(Dataset items)
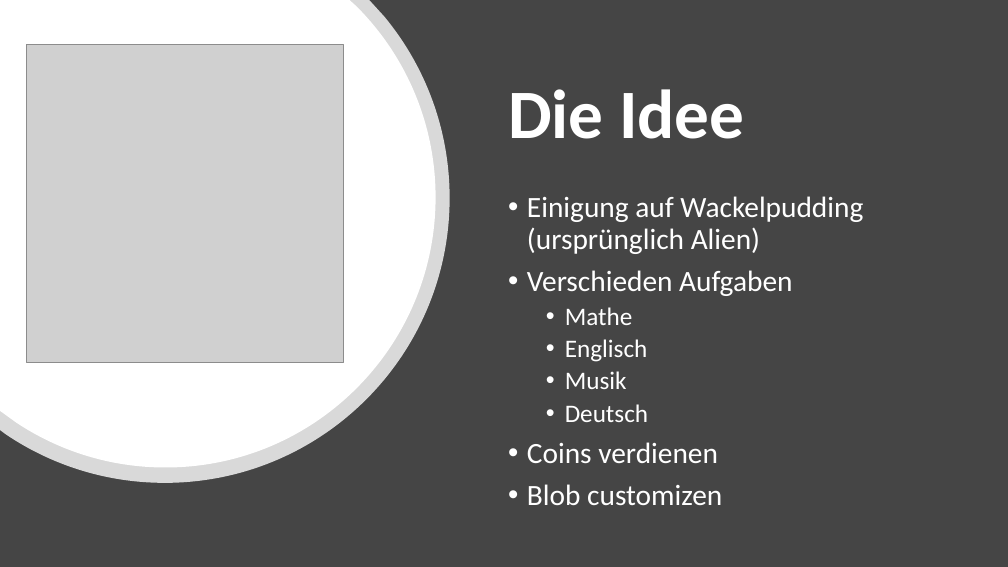
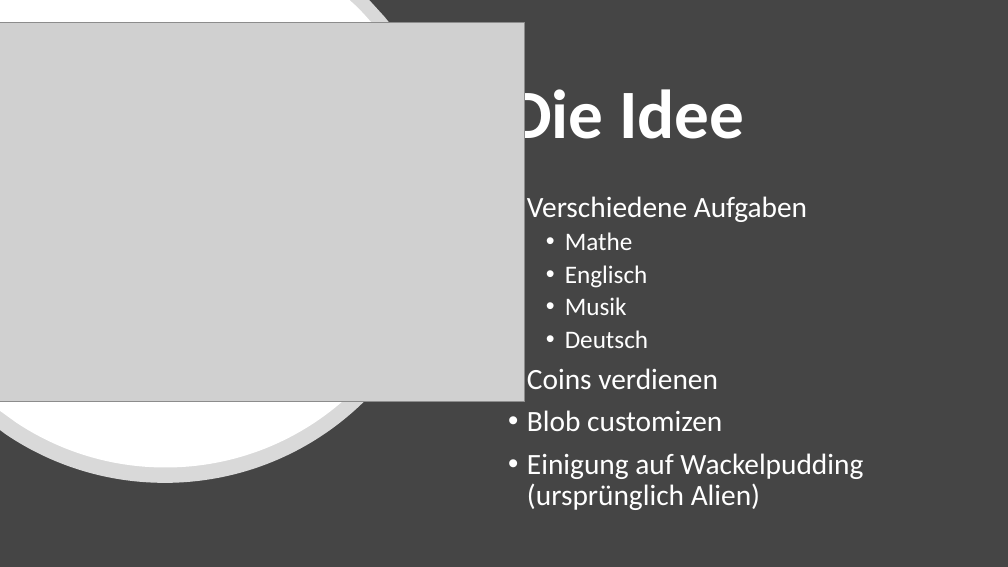
Before and after one commit to sevsev9/blob, a slide deck: slide 2 of PR-Folder/Projekt_blob_präsentation.pptx. Drawn at 1008x567 pixels with LibreOffice and Linux fonts; fonts in the diff are those of the drawing; grey boxes stand for pictures. Boxes give left, top, right and bottom in pixels: in the first picture for what was removed or moved away, otherwise in the second. Text is boxed around its words. In the diff, an @@ line names an element or a change of style, - is before the commit and + after.

```diff
--- a/PR-Folder/Projekt_blob_präsentation.pptx
+++ b/PR-Folder/Projekt_blob_präsentation.pptx
@@ picture added at (x1=0, y1=23, x2=525, y2=402) @@
@@ picture removed at (x1=26, y1=45, x2=343, y2=361) @@
@@ text at (x1=527, y1=196, x2=807, y2=222): text changed @@
-• Einigung auf Wackelpudding (ursprünglich Alien)
-• Verschieden Aufgaben
+• Verschiedene Aufgaben
@@ text at (x1=527, y1=453, x2=863, y2=510): paragraph added @@
+• Einigung auf Wackelpudding (ursprünglich Alien)
```
Also in this commit, not shown: 1 other file.

## Your instructions
Your reply should restate the data above word for word and contain no pictures.

## Finished task
Before and after one commit to sevsev9/blob, a slide deck: slide 2 of PR-Folder/Projekt_blob_präsentation.pptx. Drawn at 1008x567 pixels with LibreOffice and Linux fonts; fonts in the diff are those of the drawing; grey boxes stand for pictures. Boxes give left, top, right and bottom in pixels: in the first picture for what was removed or moved away, otherwise in the second. Text is boxed around its words. In the diff, an @@ line names an element or a change of style, - is before the commit and + after.

```diff
--- a/PR-Folder/Projekt_blob_präsentation.pptx
+++ b/PR-Folder/Projekt_blob_präsentation.pptx
@@ picture added at (x1=0, y1=23, x2=525, y2=402) @@
@@ picture removed at (x1=26, y1=45, x2=343, y2=361) @@
@@ text at (x1=527, y1=196, x2=807, y2=222): text changed @@
-• Einigung auf Wackelpudding (ursprünglich Alien)
-• Verschieden Aufgaben
+• Verschiedene Aufgaben
@@ text at (x1=527, y1=453, x2=863, y2=510): paragraph added @@
+• Einigung auf Wackelpudding (ursprünglich Alien)
```
Also in this commit, not shown: 1 other file.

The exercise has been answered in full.